DATA FOR THIS TASK:
■ ■ ■ ■ ■ ■ ■
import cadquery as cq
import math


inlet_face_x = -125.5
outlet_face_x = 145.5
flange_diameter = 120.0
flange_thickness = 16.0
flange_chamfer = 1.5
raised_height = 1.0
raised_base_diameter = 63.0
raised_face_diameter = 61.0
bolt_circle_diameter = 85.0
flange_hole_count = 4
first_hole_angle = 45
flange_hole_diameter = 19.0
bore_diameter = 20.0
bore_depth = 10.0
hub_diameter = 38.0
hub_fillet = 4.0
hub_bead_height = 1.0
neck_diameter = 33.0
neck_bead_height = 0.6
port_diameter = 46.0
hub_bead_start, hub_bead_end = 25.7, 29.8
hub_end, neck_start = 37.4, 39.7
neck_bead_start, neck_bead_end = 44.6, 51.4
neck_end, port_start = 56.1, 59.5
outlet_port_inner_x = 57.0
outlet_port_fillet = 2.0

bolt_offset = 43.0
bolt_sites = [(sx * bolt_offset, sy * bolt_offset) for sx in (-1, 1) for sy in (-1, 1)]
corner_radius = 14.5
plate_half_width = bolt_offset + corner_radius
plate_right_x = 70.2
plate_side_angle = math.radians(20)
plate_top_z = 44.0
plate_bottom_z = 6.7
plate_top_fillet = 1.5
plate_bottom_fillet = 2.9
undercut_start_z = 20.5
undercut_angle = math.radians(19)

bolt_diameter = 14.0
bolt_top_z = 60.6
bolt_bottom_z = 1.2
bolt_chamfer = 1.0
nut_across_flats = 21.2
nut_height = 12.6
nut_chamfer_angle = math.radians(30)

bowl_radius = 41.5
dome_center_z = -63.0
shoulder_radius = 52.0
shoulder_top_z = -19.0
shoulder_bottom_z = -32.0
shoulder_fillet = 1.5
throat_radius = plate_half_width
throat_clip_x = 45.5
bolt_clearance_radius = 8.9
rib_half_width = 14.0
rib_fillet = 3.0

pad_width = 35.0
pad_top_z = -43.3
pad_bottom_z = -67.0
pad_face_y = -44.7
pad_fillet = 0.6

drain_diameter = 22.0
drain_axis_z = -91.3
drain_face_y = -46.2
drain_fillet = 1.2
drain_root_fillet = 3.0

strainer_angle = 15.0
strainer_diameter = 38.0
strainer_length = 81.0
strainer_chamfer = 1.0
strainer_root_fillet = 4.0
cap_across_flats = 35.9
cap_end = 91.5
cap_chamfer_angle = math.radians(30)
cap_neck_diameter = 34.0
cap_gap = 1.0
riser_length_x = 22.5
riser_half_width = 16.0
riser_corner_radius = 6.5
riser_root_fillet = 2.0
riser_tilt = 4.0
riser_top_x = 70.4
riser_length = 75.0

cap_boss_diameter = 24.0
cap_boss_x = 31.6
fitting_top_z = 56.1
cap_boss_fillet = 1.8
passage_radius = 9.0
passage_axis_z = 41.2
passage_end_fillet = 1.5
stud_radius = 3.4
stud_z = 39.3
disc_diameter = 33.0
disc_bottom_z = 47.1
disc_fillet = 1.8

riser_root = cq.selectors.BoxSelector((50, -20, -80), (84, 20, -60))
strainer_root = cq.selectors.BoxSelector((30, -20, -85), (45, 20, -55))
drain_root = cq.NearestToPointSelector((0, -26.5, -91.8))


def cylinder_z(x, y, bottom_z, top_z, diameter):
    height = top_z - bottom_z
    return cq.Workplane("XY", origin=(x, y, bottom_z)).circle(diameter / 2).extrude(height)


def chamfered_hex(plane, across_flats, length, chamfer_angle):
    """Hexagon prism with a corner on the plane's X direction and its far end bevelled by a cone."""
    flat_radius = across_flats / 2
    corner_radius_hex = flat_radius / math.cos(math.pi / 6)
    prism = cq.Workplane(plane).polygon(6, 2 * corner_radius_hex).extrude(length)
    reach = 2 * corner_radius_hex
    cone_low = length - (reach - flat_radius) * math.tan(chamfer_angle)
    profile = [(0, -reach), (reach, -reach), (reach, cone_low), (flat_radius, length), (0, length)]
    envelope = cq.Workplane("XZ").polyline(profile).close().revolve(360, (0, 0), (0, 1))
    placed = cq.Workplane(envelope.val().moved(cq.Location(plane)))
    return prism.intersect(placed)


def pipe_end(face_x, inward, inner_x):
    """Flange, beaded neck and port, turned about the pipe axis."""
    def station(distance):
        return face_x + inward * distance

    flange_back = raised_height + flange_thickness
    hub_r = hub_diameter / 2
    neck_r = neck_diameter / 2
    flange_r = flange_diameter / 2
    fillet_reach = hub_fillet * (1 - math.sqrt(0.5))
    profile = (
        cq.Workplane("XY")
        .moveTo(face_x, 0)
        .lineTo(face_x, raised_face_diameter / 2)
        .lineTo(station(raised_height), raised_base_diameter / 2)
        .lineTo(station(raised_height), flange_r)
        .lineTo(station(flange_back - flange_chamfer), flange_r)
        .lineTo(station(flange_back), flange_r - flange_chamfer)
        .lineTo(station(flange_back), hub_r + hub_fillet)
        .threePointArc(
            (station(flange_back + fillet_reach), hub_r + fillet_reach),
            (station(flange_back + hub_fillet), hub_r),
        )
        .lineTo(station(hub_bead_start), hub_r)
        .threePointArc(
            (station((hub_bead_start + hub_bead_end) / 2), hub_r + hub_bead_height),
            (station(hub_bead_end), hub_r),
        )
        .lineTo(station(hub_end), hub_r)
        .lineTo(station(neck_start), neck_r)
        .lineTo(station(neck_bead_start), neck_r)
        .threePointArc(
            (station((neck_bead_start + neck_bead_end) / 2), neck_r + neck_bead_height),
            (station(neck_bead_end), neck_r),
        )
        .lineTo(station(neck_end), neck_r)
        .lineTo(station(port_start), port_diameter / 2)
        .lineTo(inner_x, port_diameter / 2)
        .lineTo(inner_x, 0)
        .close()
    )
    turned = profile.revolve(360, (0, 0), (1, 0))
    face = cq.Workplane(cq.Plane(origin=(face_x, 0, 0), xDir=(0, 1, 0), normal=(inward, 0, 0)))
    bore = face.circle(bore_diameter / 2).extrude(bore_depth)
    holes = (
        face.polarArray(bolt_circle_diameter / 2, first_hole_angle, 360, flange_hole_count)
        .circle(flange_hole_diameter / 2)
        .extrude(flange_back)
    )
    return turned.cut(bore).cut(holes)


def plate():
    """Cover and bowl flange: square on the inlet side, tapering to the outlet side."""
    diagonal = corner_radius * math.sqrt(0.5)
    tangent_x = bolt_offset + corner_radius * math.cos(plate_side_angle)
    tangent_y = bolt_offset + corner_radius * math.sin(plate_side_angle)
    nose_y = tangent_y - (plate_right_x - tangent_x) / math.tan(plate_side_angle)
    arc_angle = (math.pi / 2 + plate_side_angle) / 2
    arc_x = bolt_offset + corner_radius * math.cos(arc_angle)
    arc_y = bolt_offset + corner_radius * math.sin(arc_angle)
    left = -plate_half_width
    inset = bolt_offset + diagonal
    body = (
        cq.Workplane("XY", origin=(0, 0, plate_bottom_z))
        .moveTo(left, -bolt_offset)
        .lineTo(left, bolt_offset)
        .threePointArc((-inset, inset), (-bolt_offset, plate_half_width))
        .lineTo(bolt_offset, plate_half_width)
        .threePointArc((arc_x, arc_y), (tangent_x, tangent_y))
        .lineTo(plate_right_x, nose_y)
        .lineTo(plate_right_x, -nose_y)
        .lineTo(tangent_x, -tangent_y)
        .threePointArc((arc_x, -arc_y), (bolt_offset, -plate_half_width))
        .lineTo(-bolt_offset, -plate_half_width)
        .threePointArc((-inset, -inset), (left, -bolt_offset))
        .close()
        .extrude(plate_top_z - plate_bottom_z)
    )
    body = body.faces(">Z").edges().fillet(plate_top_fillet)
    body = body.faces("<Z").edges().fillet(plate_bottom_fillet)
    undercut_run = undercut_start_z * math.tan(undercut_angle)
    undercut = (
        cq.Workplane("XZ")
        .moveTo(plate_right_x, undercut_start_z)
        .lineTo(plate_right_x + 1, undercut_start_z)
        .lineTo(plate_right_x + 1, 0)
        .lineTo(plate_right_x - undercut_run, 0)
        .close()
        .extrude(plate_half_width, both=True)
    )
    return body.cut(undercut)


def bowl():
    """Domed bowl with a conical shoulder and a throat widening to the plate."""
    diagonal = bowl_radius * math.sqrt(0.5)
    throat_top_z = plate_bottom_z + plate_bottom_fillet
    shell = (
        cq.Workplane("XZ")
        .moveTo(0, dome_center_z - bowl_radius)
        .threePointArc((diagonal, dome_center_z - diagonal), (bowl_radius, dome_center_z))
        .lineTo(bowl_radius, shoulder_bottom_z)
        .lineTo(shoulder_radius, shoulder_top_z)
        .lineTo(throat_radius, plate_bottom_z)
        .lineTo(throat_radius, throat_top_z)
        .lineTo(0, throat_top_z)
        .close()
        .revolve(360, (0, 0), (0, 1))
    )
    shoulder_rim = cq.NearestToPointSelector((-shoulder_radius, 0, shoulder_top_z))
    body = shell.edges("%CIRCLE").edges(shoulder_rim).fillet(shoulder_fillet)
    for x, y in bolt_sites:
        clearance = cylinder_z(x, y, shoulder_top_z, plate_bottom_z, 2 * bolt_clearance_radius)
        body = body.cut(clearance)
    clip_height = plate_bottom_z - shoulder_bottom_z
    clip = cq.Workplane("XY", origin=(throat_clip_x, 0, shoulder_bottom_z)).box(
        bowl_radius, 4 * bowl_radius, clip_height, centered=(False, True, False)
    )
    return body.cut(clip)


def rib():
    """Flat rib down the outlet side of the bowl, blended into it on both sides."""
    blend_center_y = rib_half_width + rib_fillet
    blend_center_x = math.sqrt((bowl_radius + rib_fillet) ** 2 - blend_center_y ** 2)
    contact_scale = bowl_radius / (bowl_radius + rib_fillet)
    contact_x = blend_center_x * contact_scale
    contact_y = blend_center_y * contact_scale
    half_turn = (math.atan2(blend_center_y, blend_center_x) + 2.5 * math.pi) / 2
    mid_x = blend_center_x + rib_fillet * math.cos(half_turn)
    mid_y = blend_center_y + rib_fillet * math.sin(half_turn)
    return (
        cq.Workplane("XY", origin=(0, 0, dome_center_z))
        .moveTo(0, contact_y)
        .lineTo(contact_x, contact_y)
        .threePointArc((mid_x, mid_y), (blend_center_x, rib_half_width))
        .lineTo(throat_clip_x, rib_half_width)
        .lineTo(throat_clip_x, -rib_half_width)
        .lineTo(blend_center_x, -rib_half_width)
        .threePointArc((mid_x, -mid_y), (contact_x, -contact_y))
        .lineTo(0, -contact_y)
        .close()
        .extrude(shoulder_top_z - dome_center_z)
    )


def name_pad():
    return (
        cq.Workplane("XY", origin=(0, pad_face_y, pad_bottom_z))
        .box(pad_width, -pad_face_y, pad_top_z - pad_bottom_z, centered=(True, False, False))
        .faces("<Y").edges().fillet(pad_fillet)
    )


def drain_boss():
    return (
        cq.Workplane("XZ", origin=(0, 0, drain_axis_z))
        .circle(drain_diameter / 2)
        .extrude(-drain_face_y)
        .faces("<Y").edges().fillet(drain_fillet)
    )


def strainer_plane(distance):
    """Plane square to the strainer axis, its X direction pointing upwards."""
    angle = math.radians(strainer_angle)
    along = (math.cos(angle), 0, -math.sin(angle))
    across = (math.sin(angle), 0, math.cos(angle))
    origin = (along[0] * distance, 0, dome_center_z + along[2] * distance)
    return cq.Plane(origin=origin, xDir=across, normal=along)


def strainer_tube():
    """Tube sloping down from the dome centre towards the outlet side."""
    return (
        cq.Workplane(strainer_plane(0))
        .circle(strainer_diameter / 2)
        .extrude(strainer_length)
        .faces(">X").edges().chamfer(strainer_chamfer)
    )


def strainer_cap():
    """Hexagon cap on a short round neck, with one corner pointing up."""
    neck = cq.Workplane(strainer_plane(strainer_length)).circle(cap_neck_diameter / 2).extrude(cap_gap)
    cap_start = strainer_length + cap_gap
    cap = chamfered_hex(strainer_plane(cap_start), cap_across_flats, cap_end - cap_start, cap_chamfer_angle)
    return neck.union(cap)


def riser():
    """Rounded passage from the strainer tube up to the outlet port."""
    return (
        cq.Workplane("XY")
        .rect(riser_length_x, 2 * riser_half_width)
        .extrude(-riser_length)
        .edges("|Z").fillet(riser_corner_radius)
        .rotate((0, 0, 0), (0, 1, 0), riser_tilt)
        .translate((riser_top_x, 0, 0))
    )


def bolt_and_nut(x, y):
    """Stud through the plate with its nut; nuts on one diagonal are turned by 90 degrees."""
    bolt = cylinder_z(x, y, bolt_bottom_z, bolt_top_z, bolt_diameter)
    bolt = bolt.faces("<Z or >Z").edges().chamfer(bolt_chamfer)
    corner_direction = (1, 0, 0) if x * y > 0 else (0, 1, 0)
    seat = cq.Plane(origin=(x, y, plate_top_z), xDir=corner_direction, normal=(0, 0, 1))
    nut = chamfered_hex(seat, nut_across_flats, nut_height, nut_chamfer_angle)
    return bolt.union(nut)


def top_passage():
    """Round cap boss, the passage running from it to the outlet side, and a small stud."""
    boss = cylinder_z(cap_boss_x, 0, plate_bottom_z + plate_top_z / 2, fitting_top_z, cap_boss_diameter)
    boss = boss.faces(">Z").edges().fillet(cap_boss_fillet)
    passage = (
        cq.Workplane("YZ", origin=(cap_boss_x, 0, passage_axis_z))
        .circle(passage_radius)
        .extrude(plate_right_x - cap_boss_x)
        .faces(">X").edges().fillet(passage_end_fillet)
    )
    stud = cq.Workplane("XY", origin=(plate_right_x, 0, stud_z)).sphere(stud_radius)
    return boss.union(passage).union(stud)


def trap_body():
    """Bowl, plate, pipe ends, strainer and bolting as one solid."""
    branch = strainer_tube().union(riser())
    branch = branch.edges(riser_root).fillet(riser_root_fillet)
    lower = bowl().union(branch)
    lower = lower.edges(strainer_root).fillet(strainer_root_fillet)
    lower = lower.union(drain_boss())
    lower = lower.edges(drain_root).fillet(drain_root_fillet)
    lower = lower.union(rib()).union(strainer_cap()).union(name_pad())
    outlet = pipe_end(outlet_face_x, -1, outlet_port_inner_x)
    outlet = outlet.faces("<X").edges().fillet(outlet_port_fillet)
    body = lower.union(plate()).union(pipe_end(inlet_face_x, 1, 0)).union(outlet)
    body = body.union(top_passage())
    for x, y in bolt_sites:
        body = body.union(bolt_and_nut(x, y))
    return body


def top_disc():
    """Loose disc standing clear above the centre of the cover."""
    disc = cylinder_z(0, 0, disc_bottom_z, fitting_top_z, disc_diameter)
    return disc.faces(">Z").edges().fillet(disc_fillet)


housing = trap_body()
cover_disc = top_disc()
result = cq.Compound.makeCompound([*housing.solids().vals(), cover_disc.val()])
■ ■ ■ ■ ■ ■ ■
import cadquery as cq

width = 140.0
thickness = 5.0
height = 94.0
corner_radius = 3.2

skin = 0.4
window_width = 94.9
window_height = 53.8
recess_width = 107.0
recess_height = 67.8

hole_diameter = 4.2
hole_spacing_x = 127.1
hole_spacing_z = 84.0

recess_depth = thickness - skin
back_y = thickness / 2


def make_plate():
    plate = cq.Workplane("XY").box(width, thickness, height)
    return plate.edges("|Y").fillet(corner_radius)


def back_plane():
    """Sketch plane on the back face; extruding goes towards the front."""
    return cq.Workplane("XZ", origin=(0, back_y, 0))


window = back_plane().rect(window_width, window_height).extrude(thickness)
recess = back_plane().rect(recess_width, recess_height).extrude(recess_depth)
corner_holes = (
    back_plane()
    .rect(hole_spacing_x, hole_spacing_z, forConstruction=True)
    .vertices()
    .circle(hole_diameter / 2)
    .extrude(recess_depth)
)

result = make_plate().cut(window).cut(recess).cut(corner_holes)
■ ■ ■ ■ ■ ■ ■
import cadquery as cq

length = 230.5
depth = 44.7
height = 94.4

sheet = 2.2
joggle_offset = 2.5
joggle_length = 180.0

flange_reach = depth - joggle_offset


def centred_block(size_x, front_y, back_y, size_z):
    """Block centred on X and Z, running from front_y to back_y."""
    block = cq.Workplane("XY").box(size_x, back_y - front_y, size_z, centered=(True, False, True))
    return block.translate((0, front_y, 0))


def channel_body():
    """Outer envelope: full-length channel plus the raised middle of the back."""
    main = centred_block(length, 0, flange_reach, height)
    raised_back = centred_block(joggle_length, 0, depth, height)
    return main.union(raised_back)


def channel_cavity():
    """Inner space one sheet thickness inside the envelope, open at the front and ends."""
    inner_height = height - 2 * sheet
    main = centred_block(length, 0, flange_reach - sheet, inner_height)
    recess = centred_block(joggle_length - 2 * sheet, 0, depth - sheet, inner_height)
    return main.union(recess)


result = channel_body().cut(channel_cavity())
■ ■ ■ ■ ■ ■ ■
EXERCISE INSTRUCTIONS:
Return the span of lines in the data above that opens at the line with "origin=(0, 0, drain_axis_z))" and closes at the line with "a short round", exactly, ends included, nothing else.

COMPLETED EXERCISE:
        cq.Workplane("XZ", origin=(0, 0, drain_axis_z))
        .circle(drain_diameter / 2)
        .extrude(-drain_face_y)
        .faces("<Y").edges().fillet(drain_fillet)
    )


def strainer_plane(distance):
    """Plane square to the strainer axis, its X direction pointing upwards."""
    angle = math.radians(strainer_angle)
    along = (math.cos(angle), 0, -math.sin(angle))
    across = (math.sin(angle), 0, math.cos(angle))
    origin = (along[0] * distance, 0, dome_center_z + along[2] * distance)
    return cq.Plane(origin=origin, xDir=across, normal=along)


def strainer_tube():
    """Tube sloping down from the dome centre towards the outlet side."""
    return (
        cq.Workplane(strainer_plane(0))
        .circle(strainer_diameter / 2)
        .extrude(strainer_length)
        .faces(">X").edges().chamfer(strainer_chamfer)
    )


def strainer_cap():
    """Hexagon cap on a short round neck, with one corner pointing up."""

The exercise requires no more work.